### PROBLEM TO SOLVE
Which lines in the records below include the word "chamfered"? Report each of them in full.

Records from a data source
------------------------------------------------------------------------

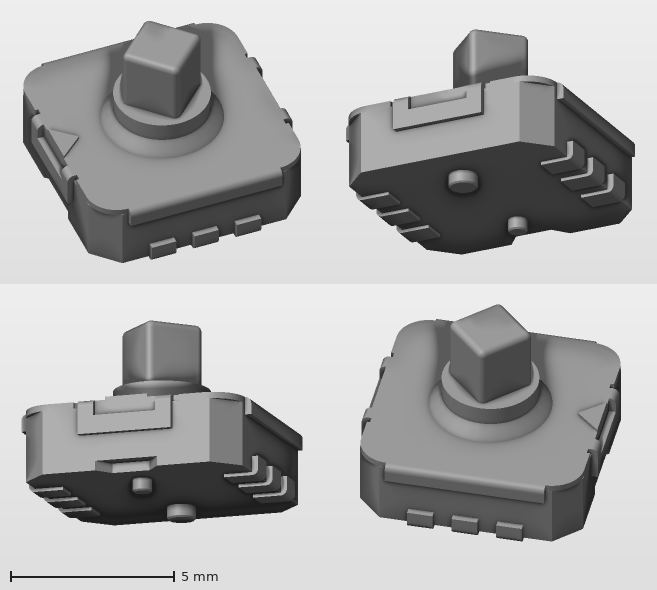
import cadquery as cq


body_size = 7.0
half_body = body_size / 2
housing_height = 2.0
housing_chamfer = 0.8
notch_mouth_width = 2.0
notch_inner_width = 1.2
notch_depth = 0.5
notch_height = 0.3

pin_length = 0.4
pin_chamfer = 0.05
pin_offset = 1.9
large_pin_diameter = 0.9
small_pin_diameter = 0.6

plate_thickness = 0.2
cover_top = housing_height + plate_thickness
plate_corner_radius = 1.0
flap_thickness = 0.21
side_flap_width = body_size - 2 * plate_corner_radius
side_flap_drop = 0.55
end_flap_width = 3.0
end_flap_drop = 1.07
window_width = 2.0
window_drop = 0.5
relief_width = 0.2
relief_depth = 0.1

mark_width = 1.34
mark_length = 0.76
mark_height = 0.1

skirt_diameter = 3.8
collar_diameter = 3.0
collar_bottom = 2.6
collar_top = 3.2
stick_top = 5.2
stick_side = 1.9
stick_fillet = 0.2
stick_turn = 45

terminal_width = 0.8
terminal_pitch = 1.4
terminals_per_side = 3
terminal_side_thickness = 0.2
terminal_foot_thickness = 0.1
terminal_top = 0.5
terminal_foot_end = 2.6
terminal_bend_radius = 0.2


def make_pin(diameter, y):
    """Locating pin below the housing, with a chamfered tip."""
    pin = cq.Workplane("XY").center(0, y).circle(diameter / 2).extrude(-pin_length)
    return pin.faces("<Z").chamfer(pin_chamfer)


def make_housing():
    block = (
        cq.Workplane("XY")
        .rect(body_size, body_size)
        .extrude(housing_height)
        .edges("|Z")
        .chamfer(housing_chamfer)
    )
    notch = (
        cq.Workplane("XY")
        .moveTo(-notch_mouth_width / 2, -half_body)
        .lineTo(notch_mouth_width / 2, -half_body)
        .lineTo(notch_inner_width / 2, -half_body + notch_depth)
        .lineTo(-notch_inner_width / 2, -half_body + notch_depth)
        .close()
        .extrude(notch_height)
    )
    large_pin = make_pin(large_pin_diameter, pin_offset)
    small_pin = make_pin(small_pin_diameter, -pin_offset)
    return block.cut(notch).union(large_pin).union(small_pin)


def make_flap(width, drop):
    """Flap on the +X edge of the cover, bent down over a quarter-round outer edge."""
    outer_x = half_body + flap_thickness
    bend_end_z = cover_top - flap_thickness
    bottom_z = cover_top - drop
    return (
        cq.Workplane("XZ", origin=(0, width / 2, 0))
        .moveTo(half_body, cover_top)
        .radiusArc((outer_x, bend_end_z), flap_thickness)
        .lineTo(outer_x, bottom_z)
        .lineTo(half_body, bottom_z)
        .close()
        .extrude(width)
    )


def make_end_flap():
    """Flap with a window that is open at the top."""
    window = (
        cq.Workplane("XY")
        .box(flap_thickness, window_width, window_drop, centered=(False, True, False))
        .translate((half_body, 0, cover_top - window_drop))
    )
    return make_flap(end_flap_width, end_flap_drop).cut(window)


def make_cover_plate():
    plate = (
        cq.Workplane("XY", origin=(0, 0, housing_height))
        .rect(body_size, body_size)
        .extrude(plate_thickness)
        .edges("|Z")
        .fillet(plate_corner_radius)
    )
    relief_x = (end_flap_width + relief_width) / 2
    relief_y = half_body - relief_depth / 2
    relief_centers = [(sx * relief_x, sy * relief_y) for sx in (-1, 1) for sy in (-1, 1)]
    reliefs = (
        cq.Workplane("XY", origin=(0, 0, housing_height))
        .pushPoints(relief_centers)
        .rect(relief_width, relief_depth)
        .extrude(plate_thickness)
    )
    return plate.cut(reliefs)


def make_mark():
    return (
        cq.Workplane("XY", origin=(0, 0, cover_top))
        .moveTo(-mark_width / 2, -half_body)
        .lineTo(mark_width / 2, -half_body)
        .lineTo(0, -half_body + mark_length)
        .close()
        .extrude(mark_height)
    )


def make_stick():
    """Conical skirt, round collar and a square stick turned onto its corner."""
    base = (
        cq.Workplane("XZ")
        .moveTo(0, cover_top)
        .lineTo(skirt_diameter / 2, cover_top)
        .lineTo(collar_diameter / 2, collar_bottom)
        .lineTo(collar_diameter / 2, collar_top)
        .lineTo(0, collar_top)
        .close()
        .revolve(360, (0, 0), (0, 1))
    )
    shaft = (
        cq.Workplane("XY", origin=(0, 0, collar_top))
        .rect(stick_side, stick_side)
        .extrude(stick_top - collar_top)
        .edges("|Z or >Z")
        .fillet(stick_fillet)
        .rotate((0, 0, 0), (0, 0, 1), stick_turn)
    )
    return base.union(shaft)


def make_cover():
    cover = make_cover_plate()
    side_flap = make_flap(side_flap_width, side_flap_drop)
    end_flap = make_end_flap()
    for side in range(2):
        side_angle = 180 * side
        cover = cover.union(side_flap.rotate((0, 0, 0), (0, 0, 1), side_angle))
        cover = cover.union(end_flap.rotate((0, 0, 0), (0, 0, 1), side_angle + 90))
    return cover.union(make_mark()).union(make_stick())


def make_terminal(side, y):
    """L-shaped strip that wraps the lower edge of a side wall (side is -1 or 1)."""
    outer_x = half_body + terminal_side_thickness
    profile = (
        cq.Workplane("XZ", origin=(0, terminal_width / 2, 0))
        .moveTo(half_body, 0)
        .lineTo(half_body, terminal_top)
        .lineTo(outer_x, terminal_top)
        .lineTo(outer_x, -terminal_foot_thickness)
        .lineTo(terminal_foot_end, -terminal_foot_thickness)
        .lineTo(terminal_foot_end, 0)
        .close()
    )
    strip = profile.extrude(terminal_width)
    strip = strip.edges(">X and <Z").fillet(terminal_bend_radius)
    if side < 0:
        strip = strip.rotate((0, 0, 0), (0, 0, 1), 180)
    return strip.translate((0, y, 0))


housing = make_housing()
cover = make_cover()

terminals = []
for side in (-1, 1):
    for index in range(terminals_per_side):
        y = (index - (terminals_per_side - 1) / 2) * terminal_pitch
        terminals.append(make_terminal(side, y).val())

result = cq.Compound.makeCompound([housing.val(), cover.val(), *terminals])
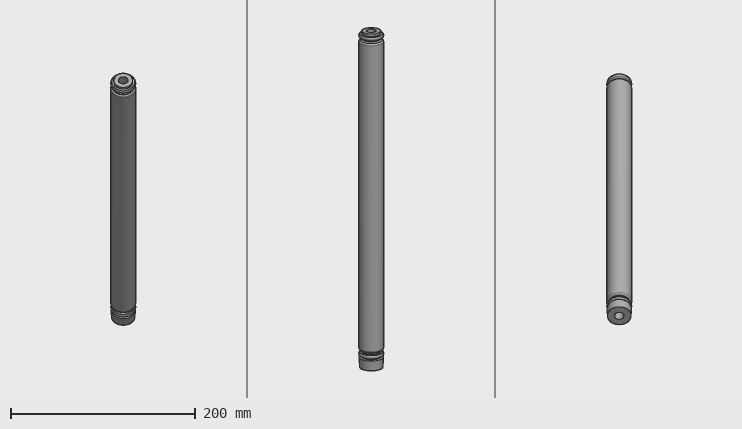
import cadquery as cq

length = 388.0
outer_radius = 27.0 / 2
collar_radius = 20.5 / 2
root_radius = 19.0 / 2
bore_radius = 10.0 / 2

flank_radius = 12.5
edge_half_thickness = 2.0
lower_foot_drop = 3.5
upper_foot_rise = 2.5
lower_rim_height = 15.5
upper_rim_height = length - 5.0

sleeve_top = 11.5
sleeve_bottom_radius = 12.8
sleeve_top_radius = 13.4

body_bottom = 22.5
body_top = length - 12.5
shoulder_round = 2.0
shoulder_slope = 1.0

shoulder_radius = outer_radius - shoulder_round


def add_rim(profile, height):
    """Add one rim, going upwards, to the half profile."""
    return (
        profile
        .lineTo(root_radius, height - lower_foot_drop)
        .lineTo(flank_radius, height - edge_half_thickness)
        .threePointArc((outer_radius, height), (flank_radius, height + edge_half_thickness))
        .lineTo(collar_radius, height + upper_foot_rise)
    )


profile = (
    cq.Workplane("XZ")
    .lineTo(sleeve_bottom_radius, 0)
    .lineTo(sleeve_top_radius, sleeve_top)
    .lineTo(root_radius, sleeve_top)
)
profile = add_rim(profile, lower_rim_height)
profile = (
    profile
    .lineTo(collar_radius, body_bottom - shoulder_round - shoulder_slope)
    .lineTo(shoulder_radius, body_bottom - shoulder_round)
    .radiusArc((outer_radius, body_bottom), -shoulder_round)
    .lineTo(outer_radius, body_top)
    .radiusArc((shoulder_radius, body_top + shoulder_round), -shoulder_round)
    .lineTo(root_radius, body_top + shoulder_round + shoulder_slope)
)
profile = add_rim(profile, upper_rim_height)
profile = profile.lineTo(collar_radius, length).lineTo(0, length).close()
body = profile.revolve(360, (0, 0, 0), (0, 1, 0))

bore = cq.Workplane("XY").circle(bore_radius).extrude(length)

result = body.cut(bore)
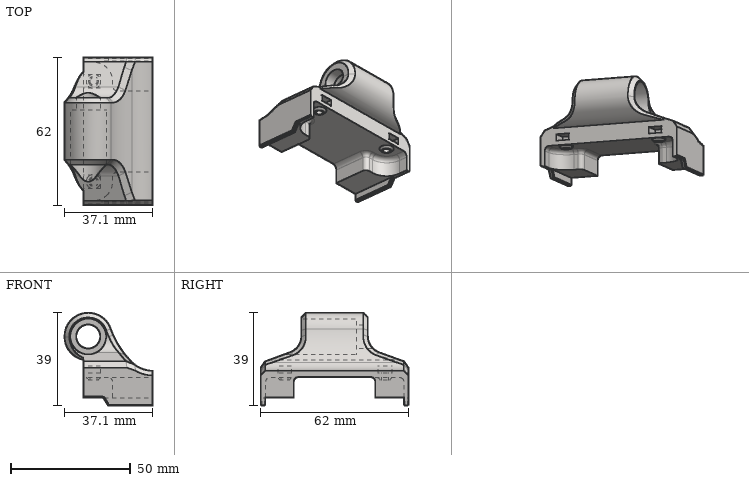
import cadquery as cq
import math

barrel_radius = 10.0
barrel_half_length = 14.0
bore_diameter = 10.0
counterbore_radius = 7.5
bore_floor = 5.0

half_width = 31.0
body_left = -2.0
body_right = 27.05
body_bottom = -29.0
edge_chamfer = 2.0

toe_radius = 12.4
toe_height = -14.3
toe_angle = math.radians(45)

flank_radius = 7.0
flank_angle = math.radians(20)

ceiling = -17.05
wall = 2.0
hollow_fillet = 2.0
pad_bottom = -25.6
pad_flat = 2.0
pad_corner_radius = 2.0
pad_cove_radius = 8.0

screw_x = 2.1
screw_y = half_width - wall - pad_cove_radius
screw_diameter = 3.0
rim_diameter = 6.0
rim_height = 1.0
rim_taper = 45

slot_width = 5.7
slot_height = 2.8
slot_bottom = -15.1
slot_depth = screw_x - body_left + slot_width / 2

step_left = 6.3
step_right = 8.3
step_angle = math.atan2(pad_bottom - body_bottom, step_right - step_left)
step_fillet = 1.0
foot_chamfer = 0.5

overcut = 3.1


def side_profile():
    """Outline in XZ: barrel, back sweep and block, extruded over the full width."""
    joint_x = body_right - toe_radius * math.sin(toe_angle)
    joint_z = toe_height + toe_radius * (1 - math.cos(toe_angle))
    normal = (math.sin(toe_angle), math.cos(toe_angle))
    along_normal = joint_x * normal[0] + joint_z * normal[1]
    sweep_radius = (joint_x**2 + joint_z**2 - barrel_radius**2) / (2 * (barrel_radius - along_normal))
    center_x = joint_x + sweep_radius * normal[0]
    center_z = joint_z + sweep_radius * normal[1]
    tangent_angle = math.atan2(center_z, center_x)
    tangent = (barrel_radius * math.cos(tangent_angle), barrel_radius * math.sin(tangent_angle))

    middle_angle = (tangent_angle + math.pi / 2 - toe_angle) / 2
    sweep_middle = (
        center_x - sweep_radius * math.cos(middle_angle),
        center_z - sweep_radius * math.sin(middle_angle),
    )
    toe_middle = (
        body_right - toe_radius * math.sin(toe_angle / 2),
        toe_height + toe_radius * (1 - math.cos(toe_angle / 2)),
    )
    barrel_foot = -math.sqrt(barrel_radius**2 - body_left**2)
    return (
        cq.Workplane("XZ")
        .moveTo(body_left, body_bottom)
        .lineTo(body_left, barrel_foot)
        .threePointArc((-barrel_radius, 0), tangent)
        .threePointArc(sweep_middle, (joint_x, joint_z))
        .threePointArc(toe_middle, (body_right, toe_height))
        .lineTo(body_right, body_bottom)
        .close()
        .extrude(half_width, both=True)
    )


def flank_points(side):
    """Fillet start, middle and end, and the outer corner, on one side of the barrel."""
    center_y = barrel_half_length + flank_radius
    sweep = math.pi / 2 - flank_angle
    fillet_middle = (
        side * (center_y - flank_radius * math.cos(sweep / 2)),
        -flank_radius * math.sin(sweep / 2),
    )
    end_y = center_y - flank_radius * math.cos(sweep)
    end_z = -flank_radius * math.sin(sweep)
    corner_z = end_z - (half_width - end_y) * math.tan(flank_angle)
    start = (side * barrel_half_length, 0)
    return start, fillet_middle, (side * end_y, end_z), (side * half_width, corner_z)


def width_profile():
    """Outline in YZ: barrel ends, flared flanks and side faces."""
    front_start, front_middle, front_end, front_corner = flank_points(-1)
    back_start, back_middle, back_end, back_corner = flank_points(1)
    return (
        cq.Workplane("YZ", origin=(-barrel_radius, 0, 0))
        .moveTo(-half_width, body_bottom)
        .lineTo(*front_corner)
        .lineTo(*front_end)
        .threePointArc(front_middle, front_start)
        .lineTo(-barrel_half_length, barrel_radius)
        .lineTo(barrel_half_length, barrel_radius)
        .lineTo(*back_start)
        .threePointArc(back_middle, back_end)
        .lineTo(*back_corner)
        .lineTo(half_width, body_bottom)
        .close()
        .extrude(barrel_radius + body_right)
    )


def outer_body():
    """Both outlines intersected, with the rim of the swept top and of the side faces chamfered."""
    body = side_profile().intersect(width_profile())
    body = body.edges(">Z").chamfer(edge_chamfer)
    return body.faces("<Y or >Y").edges("not(|Z or <Z)").chamfer(edge_chamfer)


def hollow():
    """Space under the ceiling, between the side walls and around the two pads."""
    inner = half_width - wall
    pad_face = screw_x + pad_cove_radius
    corner_y = screw_y - pad_flat
    pad_side = corner_y - pad_corner_radius
    diagonal = math.sqrt(0.5)
    cove_offset = pad_cove_radius * diagonal
    corner_offset = pad_corner_radius * diagonal
    left = body_left - overcut
    right = body_right + overcut
    corner_x = pad_face + pad_corner_radius
    plan = (
        cq.Workplane("XY", origin=(0, 0, body_bottom - overcut))
        .moveTo(left, -inner)
        .lineTo(screw_x, -inner)
        .threePointArc((screw_x + cove_offset, -screw_y - cove_offset), (pad_face, -screw_y))
        .lineTo(pad_face, -corner_y)
        .threePointArc((corner_x - corner_offset, -corner_y + corner_offset), (corner_x, -pad_side))
        .lineTo(right, -pad_side)
        .lineTo(right, pad_side)
        .lineTo(corner_x, pad_side)
        .threePointArc((corner_x - corner_offset, corner_y - corner_offset), (pad_face, corner_y))
        .lineTo(pad_face, screw_y)
        .threePointArc((screw_x + cove_offset, screw_y + cove_offset), (screw_x, inner))
        .lineTo(left, inner)
        .close()
        .extrude(ceiling - body_bottom + overcut)
    )
    rim = plan.faces(">Z").edges("not(<X or >X)")
    return rim.fillet(hollow_fillet)


def between_walls(bottom):
    """Block filling the space between the side walls, from a bottom height to the ceiling."""
    return cq.Workplane("XY", origin=(body_left, 0, bottom)).box(
        body_right - body_left, 2 * (half_width - wall), ceiling - bottom, centered=(False, True, False)
    )


def pads():
    """Pads and ceiling fillets that fill part of the space between the side walls."""
    return between_walls(pad_bottom).cut(hollow())


def foot_step():
    """Notch that shortens the side walls at the left end."""
    left = body_left - overcut
    return (
        cq.Workplane("XZ")
        .moveTo(left, body_bottom)
        .lineTo(step_right, body_bottom)
        .lineTo(step_left, pad_bottom)
        .lineTo(left, pad_bottom)
        .close()
        .extrude(half_width + overcut, both=True)
    )


def bores():
    """Through bore, with a deep counterbore from the -Y end."""
    through = cq.Workplane("XZ").circle(bore_diameter / 2).extrude(half_width, both=True)
    wide = (
        cq.Workplane("XZ", origin=(0, barrel_half_length - bore_floor, 0))
        .circle(counterbore_radius)
        .extrude(half_width + barrel_half_length)
    )
    return through.union(wide)


def screw_rim(side):
    """Conical rim around a screw hole, hanging from the ceiling."""
    return (
        cq.Workplane("XY", origin=(screw_x, side * screw_y, ceiling))
        .circle(rim_diameter / 2)
        .extrude(-rim_height, taper=rim_taper)
    )


def screw_cut(side):
    """Screw hole up into the nut slot, and the slot itself."""
    hole = (
        cq.Workplane("XY", origin=(screw_x, side * screw_y, ceiling - rim_height))
        .circle(screw_diameter / 2)
        .extrude(slot_bottom - ceiling + rim_height)
    )
    slot = cq.Workplane("XY", origin=(body_left, side * screw_y, slot_bottom)).box(
        slot_depth, slot_width, slot_height, centered=(False, True, False)
    )
    return hole.union(slot)


def side_walls_finished(body):
    """Round the notch corner, then chamfer the lower edges of both side walls."""
    step_corner = cq.selectors.BoxSelector(
        (step_left - step_fillet, -half_width - overcut, pad_bottom - step_fillet),
        (step_left + step_fillet, half_width + overcut, pad_bottom + step_fillet),
    )
    body = body.edges("|Y").edges(step_corner).fillet(step_fillet)
    low = cq.selectors.BoxSelector(
        (body_left - overcut, -half_width - overcut, body_bottom - overcut),
        (body_right + overcut, half_width + overcut, pad_bottom + overcut),
    )
    return body.edges("not(|Z or |Y)").edges(low).chamfer(foot_chamfer)


def sharp_inner_edge(side):
    """Strip that keeps the inner edge sharp where the wall foot is flush with the pad."""
    notch_top = step_left - body_left - step_fillet * math.tan(step_angle / 2)
    strip_y = side * (half_width - wall + foot_chamfer / 2)
    return cq.Workplane("XY", origin=(body_left, strip_y, pad_bottom)).box(
        notch_top, foot_chamfer, foot_chamfer, centered=(False, True, False)
    )


result = outer_body().cut(between_walls(body_bottom)).cut(foot_step())
result = side_walls_finished(result).union(pads()).cut(bores())
for side in (-1, 1):
    result = result.union(sharp_inner_edge(side)).union(screw_rim(side)).cut(screw_cut(side))
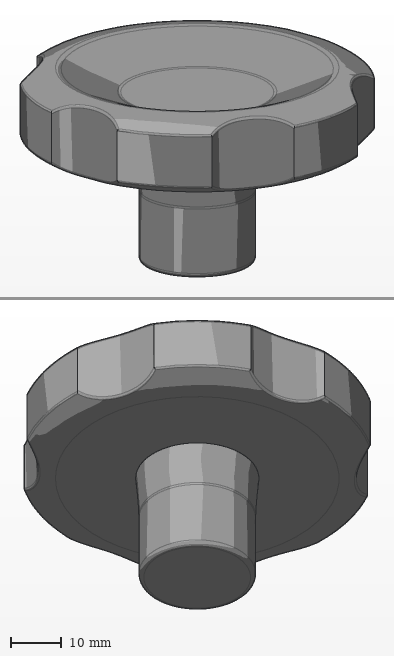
import cadquery as cq
import math

head_radius = 35.0
head_height = 16.0
crest_radius = 28.0
shoulder_drop = 2.6
head_edge_fillet = 0.55

scallop_count = 6
scallop_radius = 15.9
scallop_floor = 31.4

dish_floor_radius = 15.1
dish_depth = 5.05
dish_slope = math.radians(22.8)
dish_mouth_fillet = 2.9

total_height = 40.0
stem_radius = 23.0 / 2
stem_straight_height = 14.35
neck_start_height = 14.85
neck_blend_step = 0.015
neck_top_radius = 12.2
neck_middle_radius = 11.75
stem_end_fillet = 1.0

head_bottom = total_height - head_height
wall_bottom = head_bottom + shoulder_drop
wall_top = total_height - shoulder_drop
dish_floor = total_height - dish_depth

cone_run = crest_radius - dish_floor_radius - dish_depth / math.tan(dish_slope)
dish_floor_fillet = cone_run / math.tan(dish_slope / 2) - dish_mouth_fillet


def arc_offset(radius, angle):
    """Horizontal run and vertical drop along an arc that starts out horizontal."""
    return radius * math.sin(angle), radius * (1 - math.cos(angle))


def make_head():
    shoulder_width = head_radius - crest_radius
    shoulder_arc = (shoulder_width**2 + shoulder_drop**2) / (2 * shoulder_drop)
    half_angle = math.asin(shoulder_width / shoulder_arc) / 2
    middle_run, middle_drop = arc_offset(shoulder_arc, half_angle)
    middle_radius = crest_radius + middle_run

    mouth_run, mouth_drop = arc_offset(dish_mouth_fillet, dish_slope)
    mouth_mid_run, mouth_mid_drop = arc_offset(dish_mouth_fillet, dish_slope / 2)
    floor_run, floor_rise = arc_offset(dish_floor_fillet, dish_slope)
    floor_mid_run, floor_mid_rise = arc_offset(dish_floor_fillet, dish_slope / 2)

    blank = (
        cq.Workplane("XZ")
        .moveTo(0, head_bottom)
        .lineTo(crest_radius, head_bottom)
        .threePointArc((middle_radius, head_bottom + middle_drop), (head_radius, wall_bottom))
        .lineTo(head_radius, wall_top)
        .threePointArc((middle_radius, total_height - middle_drop), (crest_radius, total_height))
        .threePointArc(
            (crest_radius - mouth_mid_run, total_height - mouth_mid_drop),
            (crest_radius - mouth_run, total_height - mouth_drop),
        )
        .lineTo(dish_floor_radius + floor_run, dish_floor + floor_rise)
        .threePointArc(
            (dish_floor_radius + floor_mid_run, dish_floor + floor_mid_rise),
            (dish_floor_radius, dish_floor),
        )
        .lineTo(0, dish_floor)
        .close()
        .revolve(360, (0, 0), (0, 1))
    )
    scallops = (
        cq.Workplane("XY", origin=(0, 0, head_bottom))
        .polarArray(scallop_floor + scallop_radius, 90, 360, scallop_count)
        .circle(scallop_radius)
        .extrude(head_height)
    )
    head = blank.cut(scallops)
    outer_edges = [
        edge
        for edge in head.edges("not |Z").vals()
        if math.hypot(edge.startPoint().x, edge.startPoint().y) > scallop_floor
    ]
    return head.newObject(outer_edges).fillet(head_edge_fillet)


def make_stem():
    neck_middle_height = (neck_start_height + head_bottom) / 2
    return (
        cq.Workplane("XZ")
        .lineTo(stem_radius, 0)
        .lineTo(stem_radius, stem_straight_height)
        .lineTo(stem_radius + neck_blend_step, neck_start_height)
        .threePointArc((neck_middle_radius, neck_middle_height), (neck_top_radius, head_bottom))
        .lineTo(0, head_bottom)
        .close()
        .revolve(360, (0, 0), (0, 1))
        .faces("<Z")
        .edges()
        .fillet(stem_end_fillet)
    )


result = make_head().union(make_stem())

------------------------------------------------------------------------

### RESULT OF THE EXERCISE
    """Locating pin below the housing, with a chamfered tip."""
    """Both outlines intersected, with the rim of the swept top and of the side faces chamfered."""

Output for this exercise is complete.